▶ _EXERCISE DETAILS_
The required output is the exact run of lines below that opens at the line with "Before and after one commit to minhducdo050702/T07, a" and closes at the line with "Also in this commit, not shown: 8".

***** TASK INPUT *****

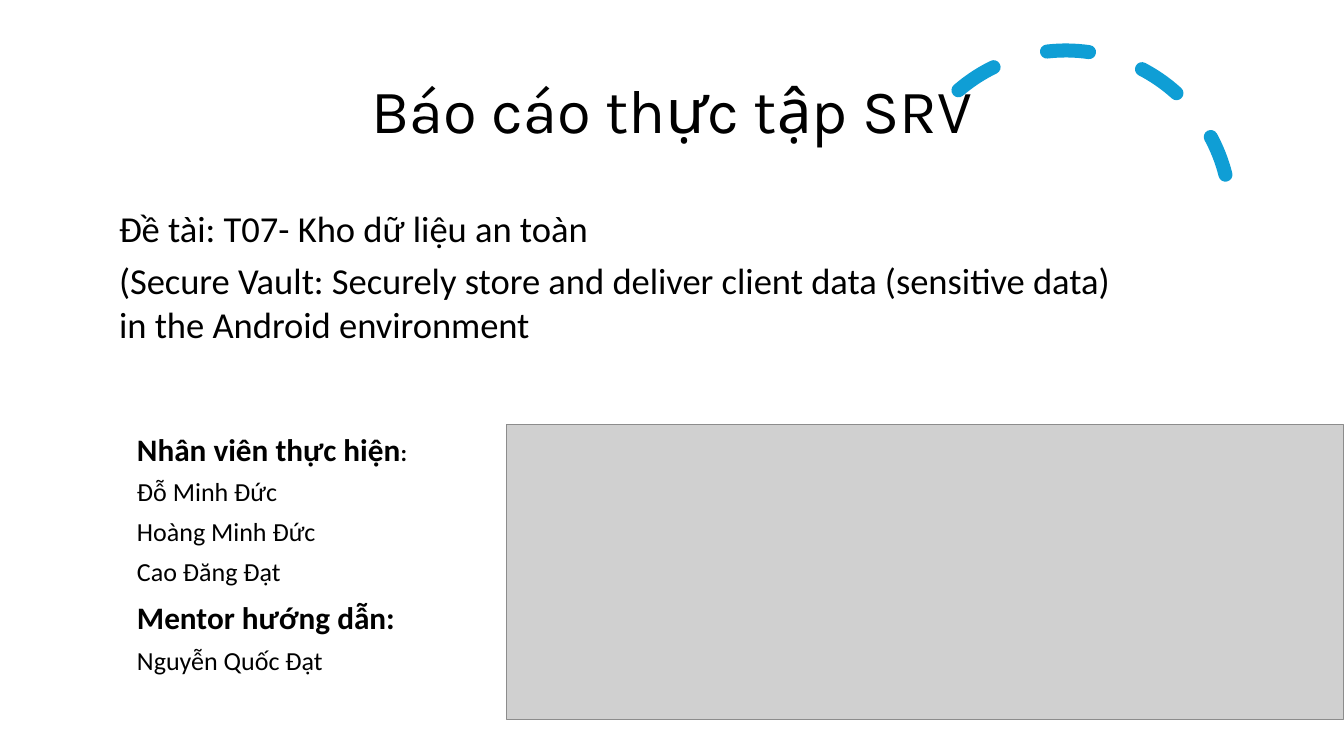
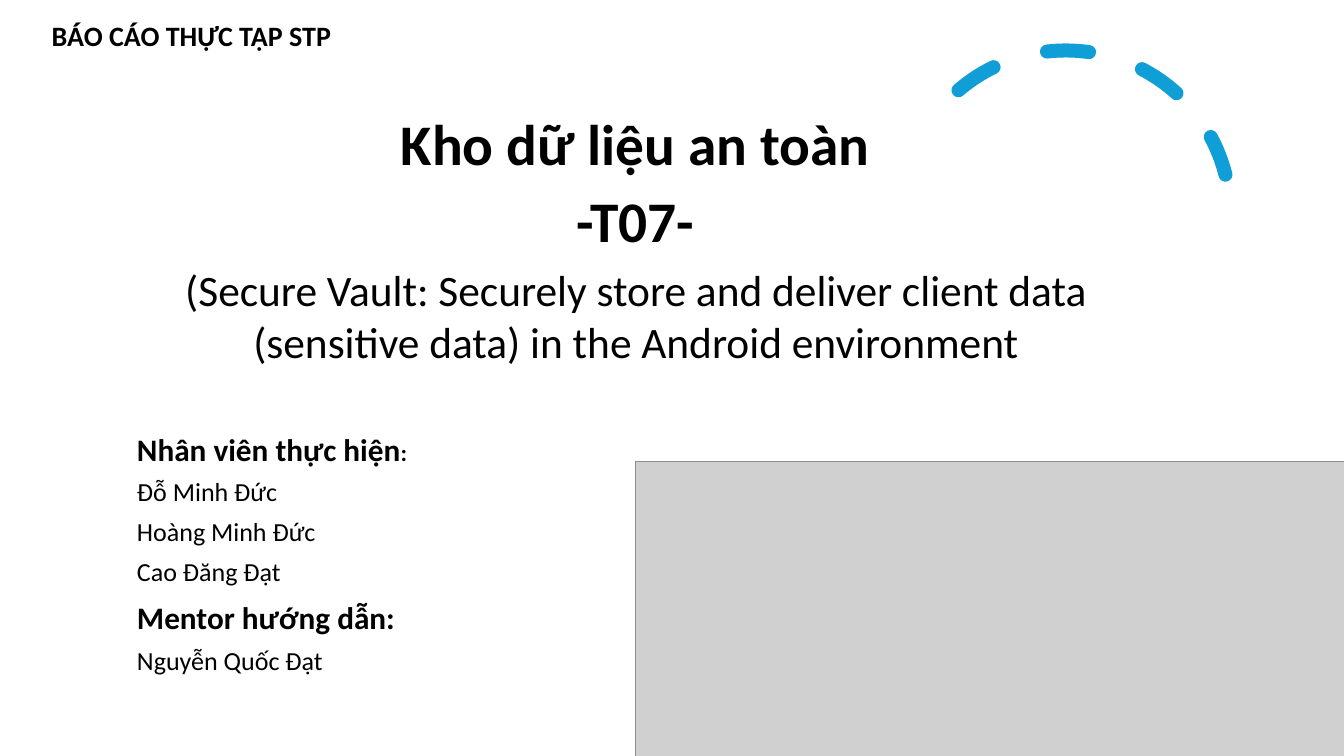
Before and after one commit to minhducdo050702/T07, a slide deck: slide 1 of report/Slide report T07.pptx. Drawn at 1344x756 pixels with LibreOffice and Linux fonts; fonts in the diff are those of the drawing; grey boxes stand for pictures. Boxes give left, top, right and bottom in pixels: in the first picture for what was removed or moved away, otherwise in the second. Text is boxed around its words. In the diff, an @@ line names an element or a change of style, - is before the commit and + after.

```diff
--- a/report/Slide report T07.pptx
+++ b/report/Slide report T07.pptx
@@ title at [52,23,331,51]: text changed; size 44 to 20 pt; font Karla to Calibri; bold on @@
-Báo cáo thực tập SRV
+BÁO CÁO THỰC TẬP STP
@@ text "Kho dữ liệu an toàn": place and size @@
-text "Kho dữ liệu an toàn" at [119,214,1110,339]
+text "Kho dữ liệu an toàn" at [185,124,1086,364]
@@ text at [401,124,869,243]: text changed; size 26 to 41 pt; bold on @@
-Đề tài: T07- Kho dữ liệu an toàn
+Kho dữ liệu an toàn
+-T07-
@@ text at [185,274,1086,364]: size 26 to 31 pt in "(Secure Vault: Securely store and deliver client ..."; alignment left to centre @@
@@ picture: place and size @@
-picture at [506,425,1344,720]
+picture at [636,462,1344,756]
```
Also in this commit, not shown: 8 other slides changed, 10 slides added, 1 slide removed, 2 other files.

*****
***** TASK INPUT *****

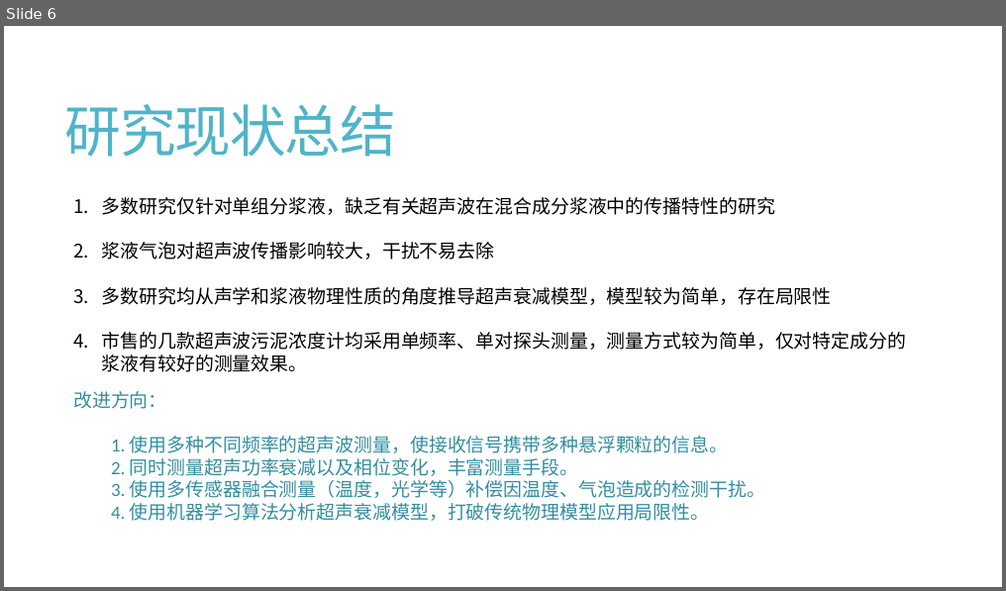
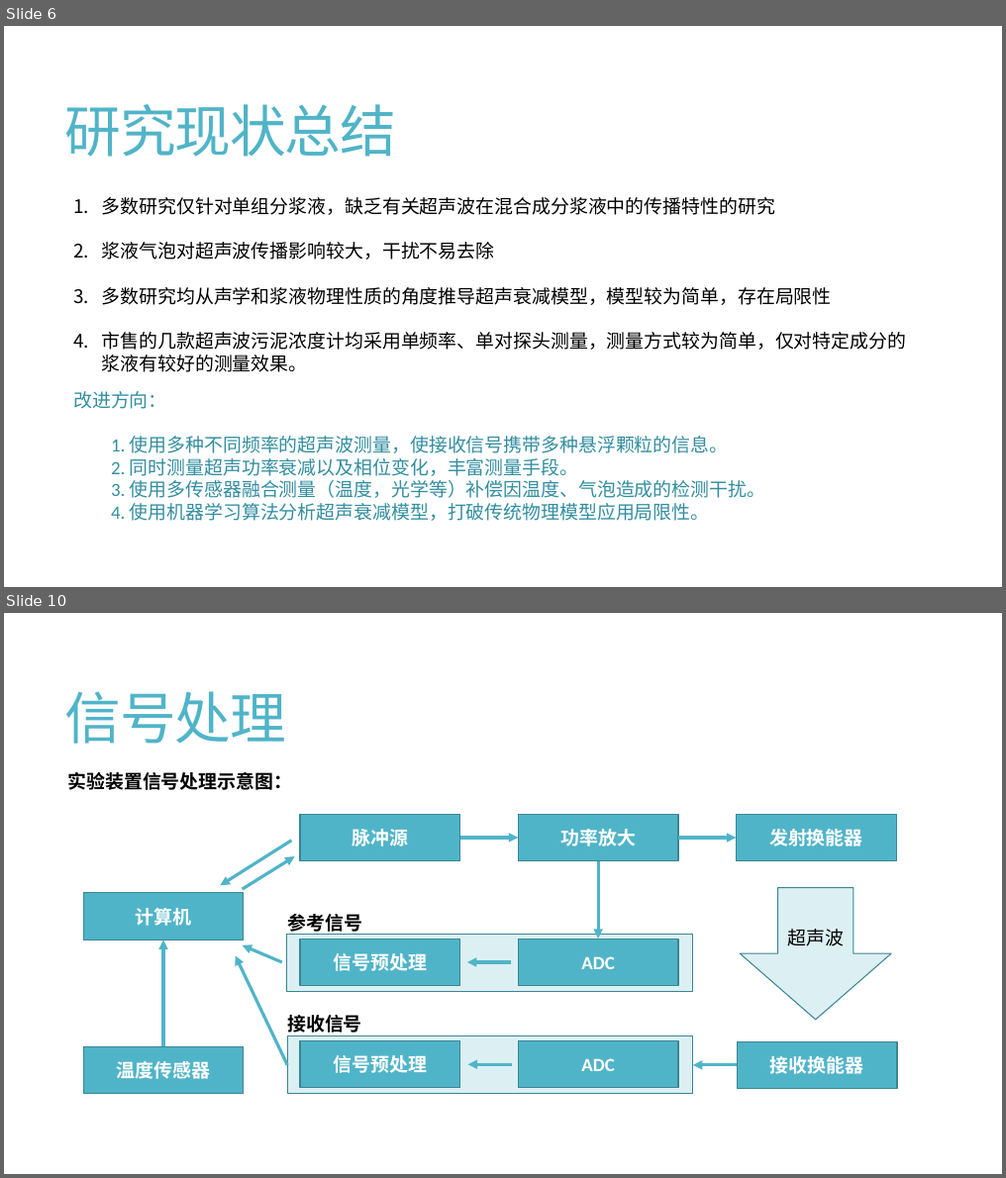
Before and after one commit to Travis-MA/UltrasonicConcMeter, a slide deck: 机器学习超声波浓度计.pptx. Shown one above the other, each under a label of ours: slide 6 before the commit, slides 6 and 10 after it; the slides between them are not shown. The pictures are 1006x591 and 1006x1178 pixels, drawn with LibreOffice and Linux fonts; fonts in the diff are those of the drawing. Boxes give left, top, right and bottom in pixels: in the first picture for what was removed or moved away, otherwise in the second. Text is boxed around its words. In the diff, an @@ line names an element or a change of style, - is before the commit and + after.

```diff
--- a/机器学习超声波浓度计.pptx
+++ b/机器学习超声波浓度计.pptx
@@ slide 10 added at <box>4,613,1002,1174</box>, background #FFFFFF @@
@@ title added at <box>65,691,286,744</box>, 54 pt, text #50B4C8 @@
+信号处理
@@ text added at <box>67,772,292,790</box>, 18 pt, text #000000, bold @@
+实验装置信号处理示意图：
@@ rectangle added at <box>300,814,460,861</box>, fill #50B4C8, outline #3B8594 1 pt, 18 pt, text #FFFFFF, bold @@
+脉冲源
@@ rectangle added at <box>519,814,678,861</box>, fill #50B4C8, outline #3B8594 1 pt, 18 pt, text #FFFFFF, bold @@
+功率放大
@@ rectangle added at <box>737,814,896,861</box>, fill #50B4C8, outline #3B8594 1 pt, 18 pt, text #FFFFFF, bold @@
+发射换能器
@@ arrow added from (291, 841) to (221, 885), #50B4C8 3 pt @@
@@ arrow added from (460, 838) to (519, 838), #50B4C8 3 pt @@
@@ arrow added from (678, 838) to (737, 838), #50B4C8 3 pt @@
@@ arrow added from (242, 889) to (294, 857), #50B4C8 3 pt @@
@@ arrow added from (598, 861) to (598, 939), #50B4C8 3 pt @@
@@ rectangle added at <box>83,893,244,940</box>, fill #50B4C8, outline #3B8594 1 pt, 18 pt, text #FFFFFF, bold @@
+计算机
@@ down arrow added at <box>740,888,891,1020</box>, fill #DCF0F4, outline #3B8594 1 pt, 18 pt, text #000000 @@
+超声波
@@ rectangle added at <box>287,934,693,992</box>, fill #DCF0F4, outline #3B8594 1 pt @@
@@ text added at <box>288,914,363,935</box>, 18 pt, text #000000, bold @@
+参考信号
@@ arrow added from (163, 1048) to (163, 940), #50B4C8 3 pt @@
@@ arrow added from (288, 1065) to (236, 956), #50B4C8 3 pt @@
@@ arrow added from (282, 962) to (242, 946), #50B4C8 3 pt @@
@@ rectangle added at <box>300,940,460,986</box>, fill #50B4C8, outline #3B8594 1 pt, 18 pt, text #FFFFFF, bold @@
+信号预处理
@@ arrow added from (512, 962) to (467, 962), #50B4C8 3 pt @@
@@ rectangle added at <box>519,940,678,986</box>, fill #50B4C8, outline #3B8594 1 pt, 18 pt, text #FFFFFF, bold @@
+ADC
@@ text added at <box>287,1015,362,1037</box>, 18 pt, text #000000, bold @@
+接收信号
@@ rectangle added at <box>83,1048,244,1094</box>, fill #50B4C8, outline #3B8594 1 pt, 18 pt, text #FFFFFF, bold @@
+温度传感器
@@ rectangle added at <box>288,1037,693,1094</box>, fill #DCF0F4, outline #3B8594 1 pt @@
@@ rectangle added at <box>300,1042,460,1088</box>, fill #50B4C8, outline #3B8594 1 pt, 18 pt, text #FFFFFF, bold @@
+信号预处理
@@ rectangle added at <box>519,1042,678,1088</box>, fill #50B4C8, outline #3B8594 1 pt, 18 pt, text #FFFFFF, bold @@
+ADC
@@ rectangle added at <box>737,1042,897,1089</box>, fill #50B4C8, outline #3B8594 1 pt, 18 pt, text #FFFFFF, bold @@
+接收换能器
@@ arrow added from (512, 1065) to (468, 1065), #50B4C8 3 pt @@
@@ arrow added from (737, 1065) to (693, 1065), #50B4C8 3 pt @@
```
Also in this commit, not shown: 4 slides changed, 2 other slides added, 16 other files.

*****

▶ _RESPONSE AREA_
Before and after one commit to minhducdo050702/T07, a slide deck: slide 1 of report/Slide report T07.pptx. Drawn at 1344x756 pixels with LibreOffice and Linux fonts; fonts in the diff are those of the drawing; grey boxes stand for pictures. Boxes give left, top, right and bottom in pixels: in the first picture for what was removed or moved away, otherwise in the second. Text is boxed around its words. In the diff, an @@ line names an element or a change of style, - is before the commit and + after.

```diff
--- a/report/Slide report T07.pptx
+++ b/report/Slide report T07.pptx
@@ title at [52,23,331,51]: text changed; size 44 to 20 pt; font Karla to Calibri; bold on @@
-Báo cáo thực tập SRV
+BÁO CÁO THỰC TẬP STP
@@ text "Kho dữ liệu an toàn": place and size @@
-text "Kho dữ liệu an toàn" at [119,214,1110,339]
+text "Kho dữ liệu an toàn" at [185,124,1086,364]
@@ text at [401,124,869,243]: text changed; size 26 to 41 pt; bold on @@
-Đề tài: T07- Kho dữ liệu an toàn
+Kho dữ liệu an toàn
+-T07-
@@ text at [185,274,1086,364]: size 26 to 31 pt in "(Secure Vault: Securely store and deliver client ..."; alignment left to centre @@
@@ picture: place and size @@
-picture at [506,425,1344,720]
+picture at [636,462,1344,756]
```
Also in this commit, not shown: 8 other slides changed, 10 slides added, 1 slide removed, 2 other files.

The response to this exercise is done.